*Task description*:
Starting from the line containing "Two versions of", write out the rest of the entries exactly, through the final line, including nothing else.

————————

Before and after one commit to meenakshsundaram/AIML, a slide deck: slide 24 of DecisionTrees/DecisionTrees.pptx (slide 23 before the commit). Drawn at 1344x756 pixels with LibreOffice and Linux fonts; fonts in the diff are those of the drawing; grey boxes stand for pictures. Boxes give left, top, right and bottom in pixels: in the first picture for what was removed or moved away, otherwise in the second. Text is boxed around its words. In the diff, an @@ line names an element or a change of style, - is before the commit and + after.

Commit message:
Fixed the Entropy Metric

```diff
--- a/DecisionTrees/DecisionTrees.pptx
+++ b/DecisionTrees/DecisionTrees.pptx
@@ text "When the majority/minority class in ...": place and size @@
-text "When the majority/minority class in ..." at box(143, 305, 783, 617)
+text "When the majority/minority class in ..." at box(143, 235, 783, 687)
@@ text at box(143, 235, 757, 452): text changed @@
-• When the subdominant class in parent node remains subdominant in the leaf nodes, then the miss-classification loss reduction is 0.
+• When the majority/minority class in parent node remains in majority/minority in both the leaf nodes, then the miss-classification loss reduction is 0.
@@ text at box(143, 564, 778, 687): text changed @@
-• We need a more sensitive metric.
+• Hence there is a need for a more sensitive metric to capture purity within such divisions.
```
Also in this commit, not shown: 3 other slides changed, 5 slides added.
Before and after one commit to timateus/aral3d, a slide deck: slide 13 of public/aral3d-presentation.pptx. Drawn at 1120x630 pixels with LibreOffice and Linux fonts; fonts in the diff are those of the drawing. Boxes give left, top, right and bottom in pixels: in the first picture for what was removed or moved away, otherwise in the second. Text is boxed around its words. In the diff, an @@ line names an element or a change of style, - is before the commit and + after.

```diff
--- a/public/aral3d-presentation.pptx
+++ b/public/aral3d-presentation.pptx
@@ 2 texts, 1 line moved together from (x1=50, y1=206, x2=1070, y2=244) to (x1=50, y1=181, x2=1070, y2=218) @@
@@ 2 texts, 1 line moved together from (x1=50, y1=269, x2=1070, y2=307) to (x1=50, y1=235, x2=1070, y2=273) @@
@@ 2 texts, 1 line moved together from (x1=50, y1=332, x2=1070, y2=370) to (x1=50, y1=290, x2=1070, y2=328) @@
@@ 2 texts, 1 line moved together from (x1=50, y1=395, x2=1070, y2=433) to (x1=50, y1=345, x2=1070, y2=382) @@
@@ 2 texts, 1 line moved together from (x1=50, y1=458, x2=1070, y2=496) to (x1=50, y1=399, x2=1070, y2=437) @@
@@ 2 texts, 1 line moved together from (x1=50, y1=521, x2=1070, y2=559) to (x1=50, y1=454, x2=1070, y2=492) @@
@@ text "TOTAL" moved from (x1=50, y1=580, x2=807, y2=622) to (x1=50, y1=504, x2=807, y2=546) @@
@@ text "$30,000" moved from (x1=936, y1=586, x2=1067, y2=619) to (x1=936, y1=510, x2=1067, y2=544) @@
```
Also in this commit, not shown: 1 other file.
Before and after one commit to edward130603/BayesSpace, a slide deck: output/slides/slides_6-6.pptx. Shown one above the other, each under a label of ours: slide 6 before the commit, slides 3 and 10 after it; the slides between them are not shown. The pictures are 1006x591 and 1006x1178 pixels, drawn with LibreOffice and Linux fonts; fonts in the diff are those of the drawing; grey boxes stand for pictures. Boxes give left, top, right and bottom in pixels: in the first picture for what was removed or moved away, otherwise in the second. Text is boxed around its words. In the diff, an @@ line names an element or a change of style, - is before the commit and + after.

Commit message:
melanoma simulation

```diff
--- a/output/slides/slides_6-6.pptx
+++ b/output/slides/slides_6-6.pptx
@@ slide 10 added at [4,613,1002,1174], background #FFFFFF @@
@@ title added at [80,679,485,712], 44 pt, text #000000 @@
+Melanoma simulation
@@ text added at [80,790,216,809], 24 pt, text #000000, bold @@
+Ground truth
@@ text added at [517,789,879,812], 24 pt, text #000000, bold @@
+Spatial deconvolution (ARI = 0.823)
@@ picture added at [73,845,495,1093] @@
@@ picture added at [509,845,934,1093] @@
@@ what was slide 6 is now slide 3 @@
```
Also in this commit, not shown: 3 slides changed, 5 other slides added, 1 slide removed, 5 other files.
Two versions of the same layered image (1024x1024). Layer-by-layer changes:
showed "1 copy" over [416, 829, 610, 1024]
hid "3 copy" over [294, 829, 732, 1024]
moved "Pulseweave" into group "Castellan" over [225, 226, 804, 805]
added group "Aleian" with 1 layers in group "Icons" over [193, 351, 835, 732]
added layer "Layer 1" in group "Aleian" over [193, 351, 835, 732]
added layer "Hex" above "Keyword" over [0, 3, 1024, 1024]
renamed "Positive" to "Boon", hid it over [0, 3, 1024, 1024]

————————

*Written answer*:
Two versions of the same layered image (1024x1024). Layer-by-layer changes:
showed "1 copy" over [416, 829, 610, 1024]
hid "3 copy" over [294, 829, 732, 1024]
moved "Pulseweave" into group "Castellan" over [225, 226, 804, 805]
added group "Aleian" with 1 layers in group "Icons" over [193, 351, 835, 732]
added layer "Layer 1" in group "Aleian" over [193, 351, 835, 732]
added layer "Hex" above "Keyword" over [0, 3, 1024, 1024]
renamed "Positive" to "Boon", hid it over [0, 3, 1024, 1024]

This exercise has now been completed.